Evaluation of a new, rapid latex test for the detection of heterophil antibody.

OBJECTIVE

To compare the performance of the MONO-LEX system to that of the MONO-TEST in detecting infectious mononucleosis (IM) heterophil antibodies.

SETTING

Baptist Regional Laboratories, Memphis, Tennessee.

PRACTICE DESCRIPTION

Not applicable. PRODUCT COMPARISON: The MONO-LEX system, manufactured by Trinity Laboratories, Raleigh, North Carolina, distributed by Gull Laboratories, Salt Lake City, Utah, and the MONO-TEST kit, manufactured by Wampole Laboratories, Cranbury, New Jersey, are agglutination assays that show visible agglutination when reagents are mixed with serum or plasma containing IM heterophil antibodies.

MAIN OUTCOME MEASUREMENTS

Accuracy in detecting heterophil antibodies in the study specimens, ease of interpreting test results, and cost-effectiveness.

RESULTS

Of the 139 specimens tested, 132 produced the same results using both products and seven produced discrepant results. The possibility that the MONO-TEST produced a "prozone effect" was eliminated.
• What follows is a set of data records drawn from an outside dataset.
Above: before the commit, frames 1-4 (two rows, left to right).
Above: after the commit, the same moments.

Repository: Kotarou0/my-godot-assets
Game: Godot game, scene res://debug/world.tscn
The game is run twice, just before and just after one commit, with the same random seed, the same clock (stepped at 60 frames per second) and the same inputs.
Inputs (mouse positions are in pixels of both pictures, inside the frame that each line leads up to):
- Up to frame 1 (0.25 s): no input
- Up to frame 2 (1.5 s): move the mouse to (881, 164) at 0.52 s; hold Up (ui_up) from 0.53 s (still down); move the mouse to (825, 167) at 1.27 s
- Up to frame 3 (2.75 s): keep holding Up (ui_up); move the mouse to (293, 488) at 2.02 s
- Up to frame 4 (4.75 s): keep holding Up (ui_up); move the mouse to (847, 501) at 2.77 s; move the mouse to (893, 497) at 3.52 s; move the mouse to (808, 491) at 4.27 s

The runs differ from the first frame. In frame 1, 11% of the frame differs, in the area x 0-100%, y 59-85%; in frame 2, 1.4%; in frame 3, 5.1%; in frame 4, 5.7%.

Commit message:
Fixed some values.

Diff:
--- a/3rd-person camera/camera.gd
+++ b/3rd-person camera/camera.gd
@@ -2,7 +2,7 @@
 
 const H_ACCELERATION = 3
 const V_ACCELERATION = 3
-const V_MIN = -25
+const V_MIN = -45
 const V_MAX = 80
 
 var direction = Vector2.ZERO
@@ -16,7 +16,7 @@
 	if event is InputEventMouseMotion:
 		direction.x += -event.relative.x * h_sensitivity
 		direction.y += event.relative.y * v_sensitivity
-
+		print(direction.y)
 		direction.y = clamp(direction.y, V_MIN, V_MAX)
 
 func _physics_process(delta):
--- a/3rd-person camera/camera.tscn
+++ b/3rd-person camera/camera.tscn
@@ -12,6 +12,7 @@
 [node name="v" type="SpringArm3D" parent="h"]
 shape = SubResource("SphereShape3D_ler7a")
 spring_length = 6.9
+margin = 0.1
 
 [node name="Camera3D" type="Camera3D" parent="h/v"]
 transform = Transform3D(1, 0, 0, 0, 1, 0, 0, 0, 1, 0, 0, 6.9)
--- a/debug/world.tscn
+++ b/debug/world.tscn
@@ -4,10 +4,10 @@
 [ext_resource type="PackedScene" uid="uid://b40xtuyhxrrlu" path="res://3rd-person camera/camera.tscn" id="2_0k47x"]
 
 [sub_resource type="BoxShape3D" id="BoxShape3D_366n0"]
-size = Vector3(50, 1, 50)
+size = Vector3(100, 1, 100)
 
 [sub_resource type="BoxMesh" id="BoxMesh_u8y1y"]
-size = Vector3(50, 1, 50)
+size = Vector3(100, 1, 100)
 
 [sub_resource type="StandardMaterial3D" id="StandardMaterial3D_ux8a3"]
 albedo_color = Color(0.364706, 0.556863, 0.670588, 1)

Titration of sera that tested positive for heterophil antibody by both methods revealed titers as high as 1:152 by the MONO-LEX compared with 1:128 by the MONO-TEST. A total of 31 specimens that tested positive for IgM antibodies to Epstein-Barr virus nuclear antigen by enzyme immunoassay were assayed using the two methods; MONO-LEX detected heterophil antibodies in eight sera while the MONO-TEST detected antibody in only four samples.

CONCLUSION

The MONO-LEX surpassed the MONO-TEST in sensitivity, cost-effectiveness, and ease of interpretation.